International partnership agreements, beyond simplistic judgments dictated by opposing ideologies, are bound to upset the balance of structured economies with fierce instantaneity. Without any of their implementers having taken care to assess their actual impact with any forecasting studies whatsoever.
What inevitably eludes any prediction is the coming scenario, which may turn out to be less rosy than expected and cause crises in individual industries, or entire systems. And there will be no turning back after ceding national sovereignty and regulatory power in areas such as competition and market protection, procurement, and labor.

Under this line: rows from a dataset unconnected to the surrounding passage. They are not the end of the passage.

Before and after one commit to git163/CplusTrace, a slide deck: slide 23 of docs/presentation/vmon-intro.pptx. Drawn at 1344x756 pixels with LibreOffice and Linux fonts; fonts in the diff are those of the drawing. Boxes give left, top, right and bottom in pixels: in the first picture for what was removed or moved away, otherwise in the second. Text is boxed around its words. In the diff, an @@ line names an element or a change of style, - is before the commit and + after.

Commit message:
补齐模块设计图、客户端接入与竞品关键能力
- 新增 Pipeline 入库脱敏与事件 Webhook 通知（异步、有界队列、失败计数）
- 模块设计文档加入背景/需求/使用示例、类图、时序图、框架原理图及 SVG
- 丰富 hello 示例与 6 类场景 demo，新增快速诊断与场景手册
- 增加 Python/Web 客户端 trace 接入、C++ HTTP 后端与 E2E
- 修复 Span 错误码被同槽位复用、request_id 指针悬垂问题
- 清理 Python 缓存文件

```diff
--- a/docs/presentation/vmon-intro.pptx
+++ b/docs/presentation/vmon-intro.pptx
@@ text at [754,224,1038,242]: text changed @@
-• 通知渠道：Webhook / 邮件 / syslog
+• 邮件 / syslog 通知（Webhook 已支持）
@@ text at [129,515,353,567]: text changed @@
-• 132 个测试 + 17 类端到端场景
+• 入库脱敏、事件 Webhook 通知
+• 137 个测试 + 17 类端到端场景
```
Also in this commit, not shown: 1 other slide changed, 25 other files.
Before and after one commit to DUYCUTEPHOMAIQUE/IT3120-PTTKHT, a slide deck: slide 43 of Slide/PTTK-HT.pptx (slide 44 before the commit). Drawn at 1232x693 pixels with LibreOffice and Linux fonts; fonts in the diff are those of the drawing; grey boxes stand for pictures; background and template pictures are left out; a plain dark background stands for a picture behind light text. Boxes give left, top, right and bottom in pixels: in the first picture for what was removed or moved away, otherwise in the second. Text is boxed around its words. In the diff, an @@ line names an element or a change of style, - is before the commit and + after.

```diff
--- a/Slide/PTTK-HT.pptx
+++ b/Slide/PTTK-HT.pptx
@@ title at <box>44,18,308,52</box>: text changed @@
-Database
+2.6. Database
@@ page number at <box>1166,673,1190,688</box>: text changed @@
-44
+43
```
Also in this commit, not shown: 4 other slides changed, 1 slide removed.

Some now rejoice, having seen marginal growths in exports to Canada as a result of CETA. An almost small Trojan horse compared to that offered by Japan. It is early, however, to celebrate the feast, better to wait for the horses to show what they hold in their bellies.
Without forgetting that Europe is making deals with countries whose trade balance is blatantly favorable, exporting countries therefore. (8) And behind the fetish of protecting a few handfuls of typical agri-food products, the Commission publicly cleared the counterfeit Parmesan and Made in Italy. That Kraft Food and the other big food sisters. will be able to carry on everywhere, with the green light from Brussels.
All that glitters in the belly of the Trojan horses is not gold. Or rather, it is not gold for everyone. Not even for that class of Italian entrepreneurs and industrialists who can hardly, an understatement, withstand unfair competition from giants on a de-regulated planet. More insights in the Stop TTIP Italy Campaign’s report. (9)
Dario Dongo
Notes
(1) Nor is ratification by member state parliaments required whenever investment protection and arbitration dispute settlement system (ICS) aspects are negotiated in separate agreements, as was the case with JEFTA (EU-Japan Partnership Agreement)
(2) On the subject of CETA, some thoughts at.
https://www.greatitalianfoodtrade.it/idee/ceta-l-autunno-della-democrazia
(3) Effective date is scheduled for 1.2.19. For an in-depth look at JEFTA, see. https://www.greatitalianfoodtrade.it/idee/ue-giappone-rapporto-senza-precauzioni. Brief analysis of the volte-face of the M5S-Lega government, on https://www.greatitalianfoodtrade.it/idee/accordo-ue-giappone-il-cambiamento-s-%C3%A8-perso
(4) As for TTIP, our reflections at.
https://www.greatitalianfoodtrade.it/idee/editoriale-ttip-le-ragioni-della-nostra-op-posizione
. The latest news on his return in the Report ‘‘Zombie TTIP, the return of the never-dead treaty’, care of Monica Di Sisto, Stop TTIP Italy Campaign, August 2018, on https://stopttipitalia.files.wordpress.com/2018/07/zombie-ttip_dossier2018.pdf
(5) Cf. ‘
JEFTA, business at all costs
‘, Stop TTIP Italy Campaign, July 2018, at.
https://stopttipitalia.files.wordpress.com/2018/07/jefta_affari-a-tutti-i-costi_sintesi.pdf
(6) V.
https://stopttipitalia.files.wordpress.com/2018/09/lettera-inta_jefta.pdf
(7) Tariff barriers are defined as import duties and other measures of similar effect (e.g., assigning different customs codes to certain products than those applied to identical domestic goods). Non-tariff barriers (TBT,
Technical Barriers to Trade
) can be identified, conversely, in a plurality of measures taken by individual countries or their international formations to regulate markets (e.g., the
Farm Bill
in the US, Common Agricultural Policy in the EU), protect consumers or other resources (among other goals). When they are used – or perceived, by partners foreign economies-to discriminate imports (of goods and services) against domestic economies. See in this regard the TBT treaty, signed within the WTO, on https://www.wto.org/english/tratop_e/tbt_e/tbt_e.htm
(8) With the exception of Singapore, a simple global financial hub.
(9) Stop TTIP/CETA Italy Campaign, report ‘
From Declarations to Facts: why we must stop CETA and all its (ugly) brethren’
, edited by Monica Di Sisto, at.
https://stopttipitalia.files.wordpress.com/2018/09/i-brutti-fratelli-del-ceta_set20181.pdf
Dario Dongo, lawyer and journalist, PhD in international food law, founder of WIISE (FARE - GIFT - Food Times) and Égalité.